I began that relationship timidly, but that was all God needed.  He needed me to turn to Him and He was just waiting.  He had been waiting, for a very long time.

This wasn’t a miracle cure.  My life didn’t suddenly become perfect.  My depression didn’t just disappear.  But as I grew closer to God, I learned to release the control I was desperately holding on to.

I didn’t have to suffer alone anymore.  God was with me and all of the pain I felt, He felt too.  And through Him I gained the strength to fight against my depression.

God also opened my eyes to all the beautiful people in my life who loved me and supported me.  I was definitely not alone.

My life is still really hard sometimes.  My depression can get really bad and the pain can feel unbearable.  But I don’t turn to negative things to try to put a bandaid over the gaping wound.

I turn to Him, and there I find strength.  Because I know that no matter how bad it gets, He will help me through it.

I know this because of all He has already helped through, even when I didn’t seek Him out.

I know why I am still alive after so many horrific years.

God can take anything bad and create something good out of it.  He has taken my struggles and given me a voice to use them to help others.

That is why I am here.

Mental Illness and why I am writing this blog

This is my first foray into the blog world, and there are two main reasons I have chosen to start this.

The first is because of my passion for writing.  For years I’ve put my writing aside to focus on other things, and I am finally coming back to it.

The second is my desire to be a voice for mental illness.

Mental Illness is a phrase that makes people uncomfortable.  Despite the research of what mental illness is, how it is caused, and how common it is, there is still a stigma attached with it.  For some reason, people still don’t see it as what it is…a disease.  A disease, just like diabetes or cancer, and one approximately 1 in 5 Canadians will experience during their lifetime.
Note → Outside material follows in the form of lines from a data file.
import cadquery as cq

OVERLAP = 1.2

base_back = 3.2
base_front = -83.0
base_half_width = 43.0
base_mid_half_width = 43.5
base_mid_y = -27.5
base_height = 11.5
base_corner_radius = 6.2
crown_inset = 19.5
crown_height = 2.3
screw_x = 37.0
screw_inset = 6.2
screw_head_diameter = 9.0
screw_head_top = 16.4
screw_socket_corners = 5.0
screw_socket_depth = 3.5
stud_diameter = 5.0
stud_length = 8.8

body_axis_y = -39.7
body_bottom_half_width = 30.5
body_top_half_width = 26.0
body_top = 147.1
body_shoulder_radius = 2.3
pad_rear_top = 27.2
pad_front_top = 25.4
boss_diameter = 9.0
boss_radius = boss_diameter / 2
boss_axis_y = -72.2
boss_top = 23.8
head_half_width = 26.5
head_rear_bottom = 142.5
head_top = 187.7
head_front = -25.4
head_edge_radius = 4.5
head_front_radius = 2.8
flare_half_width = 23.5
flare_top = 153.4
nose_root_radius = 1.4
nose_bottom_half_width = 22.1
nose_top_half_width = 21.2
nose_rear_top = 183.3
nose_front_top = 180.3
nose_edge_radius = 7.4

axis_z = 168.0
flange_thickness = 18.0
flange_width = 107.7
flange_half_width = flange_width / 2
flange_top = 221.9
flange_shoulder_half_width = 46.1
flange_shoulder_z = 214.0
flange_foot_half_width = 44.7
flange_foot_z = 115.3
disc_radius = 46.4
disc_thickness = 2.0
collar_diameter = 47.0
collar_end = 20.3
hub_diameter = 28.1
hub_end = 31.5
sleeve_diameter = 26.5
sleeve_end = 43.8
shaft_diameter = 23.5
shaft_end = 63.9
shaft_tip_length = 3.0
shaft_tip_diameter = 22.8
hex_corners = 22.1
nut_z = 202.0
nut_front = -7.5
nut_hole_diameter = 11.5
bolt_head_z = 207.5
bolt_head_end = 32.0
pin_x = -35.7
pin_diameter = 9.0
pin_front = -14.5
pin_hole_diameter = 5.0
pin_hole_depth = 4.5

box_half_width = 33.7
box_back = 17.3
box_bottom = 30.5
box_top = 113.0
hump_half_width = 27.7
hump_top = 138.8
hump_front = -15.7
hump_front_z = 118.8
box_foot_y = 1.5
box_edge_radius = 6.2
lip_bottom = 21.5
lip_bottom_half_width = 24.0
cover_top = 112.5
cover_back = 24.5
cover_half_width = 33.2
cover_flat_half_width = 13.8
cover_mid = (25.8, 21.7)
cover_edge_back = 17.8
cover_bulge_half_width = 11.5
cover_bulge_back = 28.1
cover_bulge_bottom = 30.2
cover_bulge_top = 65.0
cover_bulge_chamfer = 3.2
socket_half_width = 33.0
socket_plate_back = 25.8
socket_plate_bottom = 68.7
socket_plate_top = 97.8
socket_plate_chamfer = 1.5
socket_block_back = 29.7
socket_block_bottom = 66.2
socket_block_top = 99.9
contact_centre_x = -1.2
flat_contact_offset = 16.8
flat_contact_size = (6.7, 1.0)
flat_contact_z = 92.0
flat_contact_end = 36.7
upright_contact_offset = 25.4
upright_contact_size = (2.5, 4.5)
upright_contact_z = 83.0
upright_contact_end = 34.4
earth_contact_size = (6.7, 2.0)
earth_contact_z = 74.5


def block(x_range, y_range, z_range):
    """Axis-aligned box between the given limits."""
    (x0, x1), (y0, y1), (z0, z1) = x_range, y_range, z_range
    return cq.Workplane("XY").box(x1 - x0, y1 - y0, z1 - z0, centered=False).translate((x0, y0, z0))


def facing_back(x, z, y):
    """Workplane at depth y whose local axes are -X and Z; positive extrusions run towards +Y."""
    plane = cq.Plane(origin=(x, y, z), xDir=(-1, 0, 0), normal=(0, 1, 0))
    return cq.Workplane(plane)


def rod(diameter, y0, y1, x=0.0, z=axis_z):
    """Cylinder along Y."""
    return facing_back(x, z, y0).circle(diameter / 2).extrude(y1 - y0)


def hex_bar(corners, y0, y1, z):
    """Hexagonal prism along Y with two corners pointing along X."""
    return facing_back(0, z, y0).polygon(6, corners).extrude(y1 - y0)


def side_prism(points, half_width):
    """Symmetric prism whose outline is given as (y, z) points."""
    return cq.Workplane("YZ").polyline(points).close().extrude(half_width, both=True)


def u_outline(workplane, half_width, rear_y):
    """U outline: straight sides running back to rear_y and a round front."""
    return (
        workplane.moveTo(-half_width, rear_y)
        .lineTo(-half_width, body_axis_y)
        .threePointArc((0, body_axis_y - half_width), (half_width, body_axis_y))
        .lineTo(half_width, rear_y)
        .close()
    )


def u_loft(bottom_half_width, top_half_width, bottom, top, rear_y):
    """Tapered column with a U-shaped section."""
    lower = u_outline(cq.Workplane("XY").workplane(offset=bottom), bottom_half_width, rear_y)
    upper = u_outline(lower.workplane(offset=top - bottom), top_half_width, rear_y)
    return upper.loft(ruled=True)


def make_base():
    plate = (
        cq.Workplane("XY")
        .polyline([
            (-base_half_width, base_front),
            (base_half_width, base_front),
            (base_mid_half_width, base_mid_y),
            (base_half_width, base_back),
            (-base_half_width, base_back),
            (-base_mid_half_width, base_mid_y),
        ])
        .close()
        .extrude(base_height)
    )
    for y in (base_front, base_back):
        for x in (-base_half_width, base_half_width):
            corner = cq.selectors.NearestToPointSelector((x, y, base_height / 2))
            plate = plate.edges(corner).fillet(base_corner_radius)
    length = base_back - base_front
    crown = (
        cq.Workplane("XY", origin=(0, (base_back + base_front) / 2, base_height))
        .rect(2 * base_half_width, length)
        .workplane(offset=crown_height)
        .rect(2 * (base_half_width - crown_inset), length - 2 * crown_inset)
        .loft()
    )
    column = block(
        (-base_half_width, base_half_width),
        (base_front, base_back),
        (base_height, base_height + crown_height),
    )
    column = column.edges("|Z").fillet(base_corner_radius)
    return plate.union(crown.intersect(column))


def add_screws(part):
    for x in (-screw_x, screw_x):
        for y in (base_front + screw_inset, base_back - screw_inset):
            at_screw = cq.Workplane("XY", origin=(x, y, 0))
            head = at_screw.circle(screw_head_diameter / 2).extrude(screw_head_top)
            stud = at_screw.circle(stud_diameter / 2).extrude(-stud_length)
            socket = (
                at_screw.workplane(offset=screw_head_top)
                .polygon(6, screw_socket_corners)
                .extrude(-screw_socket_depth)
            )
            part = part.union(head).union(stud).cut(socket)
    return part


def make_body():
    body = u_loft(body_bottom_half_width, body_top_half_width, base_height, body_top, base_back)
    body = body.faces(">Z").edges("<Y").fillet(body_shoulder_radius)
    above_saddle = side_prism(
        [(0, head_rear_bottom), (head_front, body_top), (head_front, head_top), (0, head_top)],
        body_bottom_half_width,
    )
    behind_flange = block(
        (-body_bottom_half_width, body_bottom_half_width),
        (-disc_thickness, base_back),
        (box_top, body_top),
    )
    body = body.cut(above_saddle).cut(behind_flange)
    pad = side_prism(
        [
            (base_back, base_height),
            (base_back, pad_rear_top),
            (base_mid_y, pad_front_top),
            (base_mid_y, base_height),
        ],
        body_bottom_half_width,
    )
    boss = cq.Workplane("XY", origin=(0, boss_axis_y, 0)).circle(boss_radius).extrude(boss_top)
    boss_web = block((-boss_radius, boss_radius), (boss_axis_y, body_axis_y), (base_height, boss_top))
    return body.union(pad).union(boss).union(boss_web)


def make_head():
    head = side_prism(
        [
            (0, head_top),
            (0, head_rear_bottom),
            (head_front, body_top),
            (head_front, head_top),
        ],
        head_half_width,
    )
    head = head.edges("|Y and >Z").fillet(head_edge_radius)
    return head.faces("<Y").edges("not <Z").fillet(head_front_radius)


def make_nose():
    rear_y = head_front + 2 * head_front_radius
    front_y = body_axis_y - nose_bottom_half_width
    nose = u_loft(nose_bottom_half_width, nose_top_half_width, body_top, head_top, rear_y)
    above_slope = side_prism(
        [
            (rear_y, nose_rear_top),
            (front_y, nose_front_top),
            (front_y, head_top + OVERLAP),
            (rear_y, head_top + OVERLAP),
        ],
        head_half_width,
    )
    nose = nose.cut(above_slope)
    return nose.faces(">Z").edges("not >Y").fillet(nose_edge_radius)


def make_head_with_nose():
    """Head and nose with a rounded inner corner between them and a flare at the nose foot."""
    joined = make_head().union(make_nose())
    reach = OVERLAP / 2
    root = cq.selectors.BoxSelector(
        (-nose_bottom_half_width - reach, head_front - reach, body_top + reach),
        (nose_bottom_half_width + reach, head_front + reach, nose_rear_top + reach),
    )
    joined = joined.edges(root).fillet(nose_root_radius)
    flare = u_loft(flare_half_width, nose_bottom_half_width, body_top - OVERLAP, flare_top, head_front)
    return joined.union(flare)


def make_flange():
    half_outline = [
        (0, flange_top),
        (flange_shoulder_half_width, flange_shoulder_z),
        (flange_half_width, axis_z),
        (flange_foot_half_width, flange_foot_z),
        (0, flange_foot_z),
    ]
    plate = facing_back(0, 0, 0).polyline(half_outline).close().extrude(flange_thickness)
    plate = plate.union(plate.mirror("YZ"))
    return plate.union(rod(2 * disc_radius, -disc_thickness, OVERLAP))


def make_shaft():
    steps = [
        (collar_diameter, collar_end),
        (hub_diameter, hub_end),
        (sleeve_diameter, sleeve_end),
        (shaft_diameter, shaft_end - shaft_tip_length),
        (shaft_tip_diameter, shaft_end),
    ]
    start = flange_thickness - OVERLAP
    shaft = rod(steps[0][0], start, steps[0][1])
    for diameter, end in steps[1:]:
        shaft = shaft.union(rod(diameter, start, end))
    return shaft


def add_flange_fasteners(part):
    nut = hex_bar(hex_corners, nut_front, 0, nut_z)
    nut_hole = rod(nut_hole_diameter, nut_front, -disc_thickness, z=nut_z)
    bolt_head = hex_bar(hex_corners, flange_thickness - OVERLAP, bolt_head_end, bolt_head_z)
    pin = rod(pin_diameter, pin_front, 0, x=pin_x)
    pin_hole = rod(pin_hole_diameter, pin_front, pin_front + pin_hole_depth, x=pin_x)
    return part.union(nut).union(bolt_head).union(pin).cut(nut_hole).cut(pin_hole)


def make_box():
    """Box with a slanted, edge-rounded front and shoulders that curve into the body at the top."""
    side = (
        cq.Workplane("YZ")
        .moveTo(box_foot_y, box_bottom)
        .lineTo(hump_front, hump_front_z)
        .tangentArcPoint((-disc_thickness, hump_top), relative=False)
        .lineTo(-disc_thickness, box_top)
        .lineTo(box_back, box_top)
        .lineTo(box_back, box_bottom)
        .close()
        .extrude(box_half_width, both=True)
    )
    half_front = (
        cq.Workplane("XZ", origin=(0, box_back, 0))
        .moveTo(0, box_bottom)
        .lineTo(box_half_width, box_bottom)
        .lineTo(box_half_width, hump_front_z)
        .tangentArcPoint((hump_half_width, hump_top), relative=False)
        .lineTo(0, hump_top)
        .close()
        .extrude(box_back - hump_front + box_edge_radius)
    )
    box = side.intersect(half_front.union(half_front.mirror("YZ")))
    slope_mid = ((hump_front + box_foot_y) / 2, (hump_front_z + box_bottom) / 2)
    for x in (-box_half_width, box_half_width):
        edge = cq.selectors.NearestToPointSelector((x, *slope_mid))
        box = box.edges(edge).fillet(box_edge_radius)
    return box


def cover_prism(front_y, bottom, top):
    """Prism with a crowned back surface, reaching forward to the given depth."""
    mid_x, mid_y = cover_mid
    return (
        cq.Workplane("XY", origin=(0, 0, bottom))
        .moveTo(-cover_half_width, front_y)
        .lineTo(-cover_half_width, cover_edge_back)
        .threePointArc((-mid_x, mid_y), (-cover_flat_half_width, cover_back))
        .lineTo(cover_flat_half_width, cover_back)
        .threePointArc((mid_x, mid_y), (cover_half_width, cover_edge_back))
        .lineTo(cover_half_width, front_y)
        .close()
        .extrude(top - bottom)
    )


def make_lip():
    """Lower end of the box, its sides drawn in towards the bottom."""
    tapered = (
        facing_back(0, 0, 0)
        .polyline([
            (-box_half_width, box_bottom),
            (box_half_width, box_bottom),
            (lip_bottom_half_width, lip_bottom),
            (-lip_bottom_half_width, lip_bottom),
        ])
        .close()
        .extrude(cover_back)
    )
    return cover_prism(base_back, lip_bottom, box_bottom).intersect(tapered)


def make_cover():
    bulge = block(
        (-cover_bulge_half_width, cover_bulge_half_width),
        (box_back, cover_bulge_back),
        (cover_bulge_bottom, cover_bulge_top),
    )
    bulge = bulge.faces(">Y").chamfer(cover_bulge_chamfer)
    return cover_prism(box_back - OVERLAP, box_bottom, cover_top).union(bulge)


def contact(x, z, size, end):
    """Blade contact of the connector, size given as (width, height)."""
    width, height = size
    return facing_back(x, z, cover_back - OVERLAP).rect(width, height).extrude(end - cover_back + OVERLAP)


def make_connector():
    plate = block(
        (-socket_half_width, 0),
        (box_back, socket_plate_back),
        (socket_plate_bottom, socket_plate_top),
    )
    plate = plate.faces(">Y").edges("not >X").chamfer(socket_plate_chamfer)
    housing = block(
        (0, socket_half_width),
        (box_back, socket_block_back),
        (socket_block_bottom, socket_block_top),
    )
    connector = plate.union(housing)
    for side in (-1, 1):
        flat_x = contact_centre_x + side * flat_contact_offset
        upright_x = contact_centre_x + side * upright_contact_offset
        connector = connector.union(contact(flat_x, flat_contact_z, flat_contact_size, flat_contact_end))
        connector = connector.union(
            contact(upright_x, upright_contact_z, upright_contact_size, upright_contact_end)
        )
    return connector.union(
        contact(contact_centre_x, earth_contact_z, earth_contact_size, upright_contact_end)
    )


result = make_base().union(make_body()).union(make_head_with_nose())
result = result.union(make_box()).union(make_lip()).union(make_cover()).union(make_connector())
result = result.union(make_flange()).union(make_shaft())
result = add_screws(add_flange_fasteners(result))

According to the World Health Organization, depression is common around the world, with an estimate of 350 million people of all ages affected by it.  350 MILLION people, and yet we still shy away from the topic.  How is it possible that a disease that is among the leading causes of disability in the world (according to depressionhurts.ca) is still regarded as a stigma?
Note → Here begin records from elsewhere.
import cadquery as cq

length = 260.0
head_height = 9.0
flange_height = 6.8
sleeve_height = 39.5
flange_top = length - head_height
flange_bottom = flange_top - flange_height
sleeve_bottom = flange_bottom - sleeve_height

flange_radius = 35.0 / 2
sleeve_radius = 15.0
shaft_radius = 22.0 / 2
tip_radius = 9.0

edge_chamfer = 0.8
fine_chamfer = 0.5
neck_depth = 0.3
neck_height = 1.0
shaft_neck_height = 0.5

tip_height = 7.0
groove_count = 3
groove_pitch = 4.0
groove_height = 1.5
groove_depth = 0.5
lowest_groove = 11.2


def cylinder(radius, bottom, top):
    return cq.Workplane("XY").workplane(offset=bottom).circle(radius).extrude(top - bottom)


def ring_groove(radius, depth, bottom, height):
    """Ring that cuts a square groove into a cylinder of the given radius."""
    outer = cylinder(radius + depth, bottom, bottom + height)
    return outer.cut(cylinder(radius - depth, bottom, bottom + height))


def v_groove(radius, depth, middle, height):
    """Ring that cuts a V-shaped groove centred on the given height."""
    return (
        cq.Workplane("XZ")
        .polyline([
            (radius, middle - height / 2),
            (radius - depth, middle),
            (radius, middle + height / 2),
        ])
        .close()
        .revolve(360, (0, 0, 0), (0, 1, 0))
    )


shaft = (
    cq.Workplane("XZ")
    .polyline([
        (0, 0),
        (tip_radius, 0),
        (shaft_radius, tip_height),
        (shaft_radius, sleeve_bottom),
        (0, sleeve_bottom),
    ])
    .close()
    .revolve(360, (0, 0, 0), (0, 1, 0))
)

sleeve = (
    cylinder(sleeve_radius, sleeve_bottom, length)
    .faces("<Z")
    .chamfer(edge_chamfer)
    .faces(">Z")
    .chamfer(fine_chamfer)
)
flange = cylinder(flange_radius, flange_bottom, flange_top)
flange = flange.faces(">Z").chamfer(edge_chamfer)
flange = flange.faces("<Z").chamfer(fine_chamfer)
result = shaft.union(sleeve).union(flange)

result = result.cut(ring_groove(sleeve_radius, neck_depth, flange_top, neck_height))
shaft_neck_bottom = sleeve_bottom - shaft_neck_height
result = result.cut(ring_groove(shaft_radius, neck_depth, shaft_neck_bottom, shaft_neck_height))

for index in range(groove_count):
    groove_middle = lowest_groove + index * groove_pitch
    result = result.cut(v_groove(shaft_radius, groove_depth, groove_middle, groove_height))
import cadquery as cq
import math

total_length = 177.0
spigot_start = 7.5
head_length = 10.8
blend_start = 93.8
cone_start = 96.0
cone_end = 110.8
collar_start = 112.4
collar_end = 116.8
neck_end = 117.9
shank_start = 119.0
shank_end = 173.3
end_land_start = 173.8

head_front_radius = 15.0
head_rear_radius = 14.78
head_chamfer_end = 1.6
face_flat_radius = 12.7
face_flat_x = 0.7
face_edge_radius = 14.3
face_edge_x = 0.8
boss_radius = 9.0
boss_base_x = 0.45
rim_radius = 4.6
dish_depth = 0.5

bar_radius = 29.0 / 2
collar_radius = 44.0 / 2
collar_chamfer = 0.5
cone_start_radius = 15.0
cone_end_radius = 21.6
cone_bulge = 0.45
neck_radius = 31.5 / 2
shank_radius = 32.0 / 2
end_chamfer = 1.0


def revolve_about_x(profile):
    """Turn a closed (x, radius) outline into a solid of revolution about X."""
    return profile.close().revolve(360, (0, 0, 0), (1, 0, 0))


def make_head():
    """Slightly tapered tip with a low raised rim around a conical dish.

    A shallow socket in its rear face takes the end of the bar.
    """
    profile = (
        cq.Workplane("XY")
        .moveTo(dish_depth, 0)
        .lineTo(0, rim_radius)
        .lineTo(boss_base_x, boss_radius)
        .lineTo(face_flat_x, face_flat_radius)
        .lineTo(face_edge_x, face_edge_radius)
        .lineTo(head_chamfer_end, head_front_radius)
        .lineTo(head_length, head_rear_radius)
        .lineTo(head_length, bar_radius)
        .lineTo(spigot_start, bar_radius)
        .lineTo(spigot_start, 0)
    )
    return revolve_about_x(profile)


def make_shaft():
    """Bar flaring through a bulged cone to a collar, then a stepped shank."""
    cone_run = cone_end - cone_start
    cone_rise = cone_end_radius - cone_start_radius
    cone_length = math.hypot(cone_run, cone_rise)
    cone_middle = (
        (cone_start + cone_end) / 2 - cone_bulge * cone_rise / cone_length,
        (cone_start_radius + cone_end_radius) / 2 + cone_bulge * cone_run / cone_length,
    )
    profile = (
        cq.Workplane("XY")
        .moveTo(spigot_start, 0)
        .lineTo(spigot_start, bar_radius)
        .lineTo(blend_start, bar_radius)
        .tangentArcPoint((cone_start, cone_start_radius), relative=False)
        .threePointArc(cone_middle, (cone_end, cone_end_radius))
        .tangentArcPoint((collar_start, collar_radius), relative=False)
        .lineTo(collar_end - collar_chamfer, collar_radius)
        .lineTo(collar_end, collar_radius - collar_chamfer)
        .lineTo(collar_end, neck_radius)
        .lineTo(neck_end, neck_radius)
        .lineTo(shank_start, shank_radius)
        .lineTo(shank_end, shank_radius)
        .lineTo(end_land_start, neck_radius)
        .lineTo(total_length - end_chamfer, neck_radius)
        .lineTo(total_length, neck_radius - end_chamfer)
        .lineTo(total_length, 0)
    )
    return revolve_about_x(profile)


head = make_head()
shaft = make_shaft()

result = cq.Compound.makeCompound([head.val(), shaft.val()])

The good news is that people are talking about mental illness more.  The bad news is that it is still not enough, and the perception of those who have never experienced it is generally negative towards those who have.
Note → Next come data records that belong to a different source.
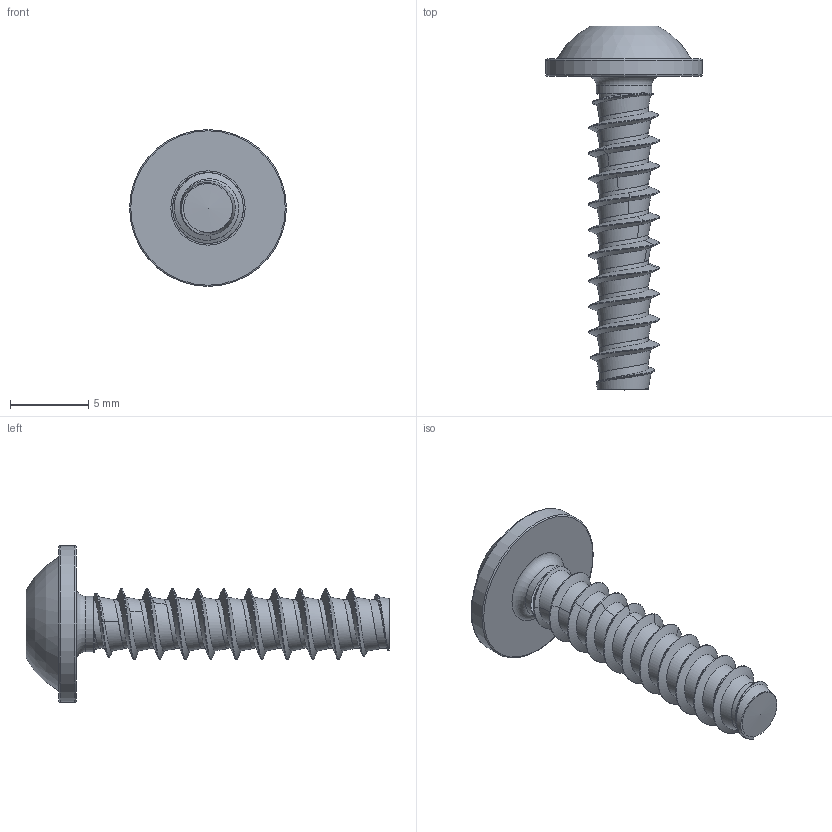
import cadquery as cq
import math


FLANGE_RADIUS = 5.0
FLANGE_THICKNESS = 1.1
FLANGE_EDGE_FILLET = 0.08
HEAD_HEIGHT = 3.2
DOME_BASE_RADIUS = 4.26
DOME_FLAT_RADIUS = 2.14

SHANK_LENGTH = 20.0
NECK_RADIUS = 1.77
NECK_LENGTH = 1.1
NECK_FILLET = 0.6
CORE_RADIUS = 1.56
TIP_CONE_HEIGHT = 0.05
TIP_PLANE_DEPTH = SHANK_LENGTH - TIP_CONE_HEIGHT

PITCH = 1.627
FIRST_CREST_DEPTH = 0.85
MIN_CREST_DEPTH = NECK_LENGTH + 0.03
CREST_RADIUS = 2.25
CREST_FLAT = 0.05
HEAD_FLANK_WIDTH = 0.28
TIP_FLANK_WIDTH = 0.20
LEAD_IN_START_TURN = -0.45
LEAD_IN_END_TURN = 1.25
RUN_OUT_START_TURN = 10.25
RUN_OUT_END_TURN = 11.5
RIDGE_END_TURN = 11.7

SHOULDER_RADIUS = 1.76
TAPER_WIDTH = 1.06
TAPER_SLOPE = (SHOULDER_RADIUS - CORE_RADIUS) / TAPER_WIDTH

EMBED_RADIUS = 1.3
SINK = 0.04
TAIL_LIP = 0.01
POINTS_PER_SPAN = 16


def revolve_about_y(profile):
    return profile.close().revolve(360, (0, 0, 0), (0, 1, 0))


def make_head():
    dome_height = HEAD_HEIGHT - FLANGE_THICKNESS
    base_rise = (DOME_BASE_RADIUS**2 - DOME_FLAT_RADIUS**2 - dome_height**2) / (2 * dome_height)
    sphere_radius = math.hypot(DOME_BASE_RADIUS, base_rise)
    arc_mid_rise = base_rise + dome_height / 2
    arc_mid_radius = math.sqrt(sphere_radius**2 - arc_mid_rise**2)
    dome = revolve_about_y(
        cq.Workplane("XY")
        .lineTo(0, HEAD_HEIGHT)
        .lineTo(DOME_FLAT_RADIUS, HEAD_HEIGHT)
        .threePointArc(
            (arc_mid_radius, FLANGE_THICKNESS + dome_height / 2),
            (DOME_BASE_RADIUS, FLANGE_THICKNESS),
        )
        .lineTo(DOME_BASE_RADIUS, 0)
    )
    flange = revolve_about_y(
        cq.Workplane("XY")
        .lineTo(FLANGE_RADIUS, 0)
        .lineTo(FLANGE_RADIUS, FLANGE_THICKNESS)
        .lineTo(0, FLANGE_THICKNESS)
    ).edges().fillet(FLANGE_EDGE_FILLET)
    return flange.union(dome)


def make_shank():
    fillet_mid = NECK_FILLET * (1 - math.sqrt(0.5))
    return revolve_about_y(
        cq.Workplane("XY")
        .moveTo(0, FLANGE_THICKNESS)
        .lineTo(NECK_RADIUS + NECK_FILLET, FLANGE_THICKNESS)
        .lineTo(NECK_RADIUS + NECK_FILLET, 0)
        .threePointArc((NECK_RADIUS + fillet_mid, -fillet_mid), (NECK_RADIUS, -NECK_FILLET))
        .lineTo(NECK_RADIUS, -NECK_LENGTH)
        .lineTo(CORE_RADIUS, -NECK_LENGTH)
        .lineTo(CORE_RADIUS, -SHANK_LENGTH - PITCH)
        .lineTo(0, -SHANK_LENGTH - PITCH)
    )


def helix_point(turn, radius, axial_offset):
    angle = 2 * math.pi * turn
    depth = FIRST_CREST_DEPTH + PITCH * turn + axial_offset
    return cq.Vector(radius * math.cos(angle), -depth, radius * math.sin(angle))


def thread_fullness(turn):
    """Height of the thread as a fraction of its full height."""
    lead_in = (turn - LEAD_IN_START_TURN) / (LEAD_IN_END_TURN - LEAD_IN_START_TURN)
    run_out = (RUN_OUT_END_TURN - turn) / (RUN_OUT_END_TURN - RUN_OUT_START_TURN)
    return max(0, min(lead_in, 1, run_out))


def thread_section(turn):
    """Corners (radius, axial offset) of the thread together with its tapered tail."""
    fullness = thread_fullness(turn)
    shift = max(0, MIN_CREST_DEPTH - FIRST_CREST_DEPTH - PITCH * turn)
    crest = SHOULDER_RADIUS + fullness * (CREST_RADIUS - SHOULDER_RADIUS)
    half_flat = CREST_FLAT / 2
    head_base = shift - half_flat - fullness * HEAD_FLANK_WIDTH
    tip_base = shift + CREST_FLAT + fullness * TIP_FLANK_WIDTH
    return [
        (EMBED_RADIUS, head_base),
        (CORE_RADIUS - SINK, head_base),
        (crest, shift - half_flat),
        (crest, shift + half_flat),
        (SHOULDER_RADIUS - TAPER_SLOPE * tip_base, tip_base),
        (CORE_RADIUS + TAIL_LIP, TAPER_WIDTH),
        (EMBED_RADIUS, TAPER_WIDTH),
    ]


def section_corners(turn):
    return [helix_point(turn, *corner) for corner in thread_section(turn)]


def ridge_span_faces(start_turn, end_turn):
    """Ruled faces between the rails that the section corners trace over one span."""
    turn_step = (end_turn - start_turn) / POINTS_PER_SPAN
    sections = [section_corners(start_turn + turn_step * i) for i in range(POINTS_PER_SPAN + 1)]
    rails = [cq.Edge.makeSpline(list(points)) for points in zip(*sections)]
    return [cq.Face.makeRuledSurface(rails[i - 1], rails[i]) for i in range(len(rails))]


def ridge_end_face(turn):
    return cq.Face.makeFromWires(cq.Wire.makePolygon(section_corners(turn), close=True))


def make_thread():
    """Closed helical ridge, built in spans of about one turn each."""
    turn_total = RIDGE_END_TURN - LEAD_IN_START_TURN
    span_count = math.ceil(turn_total)
    span = turn_total / span_count
    faces = [ridge_end_face(LEAD_IN_START_TURN), ridge_end_face(RIDGE_END_TURN)]
    for i in range(span_count):
        start_turn = LEAD_IN_START_TURN + span * i
        faces += ridge_span_faces(start_turn, start_turn + span)
    solid = cq.Solid.makeSolid(cq.Shell.makeShell(faces))
    return cq.Workplane(solid.fix())


def make_beyond_tip():
    """Block of space past the flat plane where the thread and the core end."""
    side = 4 * CREST_RADIUS
    depth = 4 * PITCH
    return cq.Workplane("XY").box(side, depth, side).translate((0, -TIP_PLANE_DEPTH - depth / 2, 0))


def make_tip_cone():
    return revolve_about_y(
        cq.Workplane("XY")
        .moveTo(0, -TIP_PLANE_DEPTH)
        .lineTo(CORE_RADIUS, -TIP_PLANE_DEPTH)
        .lineTo(0, -SHANK_LENGTH)
    )


threaded_shank = make_shank().union(make_thread()).cut(make_beyond_tip())
result = make_head().union(threaded_shank).union(make_tip_cone())

I am someone who suffers from depression, and I have faced judgement because of my disease.  I have lost friends, I have been called crazy, I have even lost a job because of my illness.
It is painful to be rejected over something one cannot control.

And it makes me angry.

I am NOT crazy.   I am NOT unstable.  I am NOT unreliable.  I do have episodes of depression, and there are times I cannot get out of bed for a few days.  But that doesn’t make me lazy or weak.

In fact, all the struggles I’ve been through, all of the pain and suffering that I have endured and overcome makes me STRONG.

Generally I am grateful when someone tells me they don’t understand depression.  I am grateful because it means that they have never experienced it.  It is a horrible, de-habilitating disease that I wouldn’t wish on anyone.

But I am tired of being judged because people don’t understand.  You don’t have to understand.  Honestly, only anyone who’s experienced depression will truly understand it.  But please, at least try to be compassionate.

Is kindness too much to ask for?  Is grace too much to ask for?

I can’t change that I have depression.  It is a disease.  It is treatable, but not curable so I will have it for the rest of my life.  But I fight every single day to overcome it.  I fight to be healthy, and I fight to be happy.  It’s a daily battle I can’t begin to explain.

But it does not make me inadequate.  It does not make me less of a person.

Please don’t make assumptions when you encounter someone with mental illness.  Often they are fighting for their life and they need support and encouragement, not judgement.

Join me in being a voice for those who struggle.

Some days are rocky...but we won't stop fighting
Some days are rocky…but we won’t stop fighting.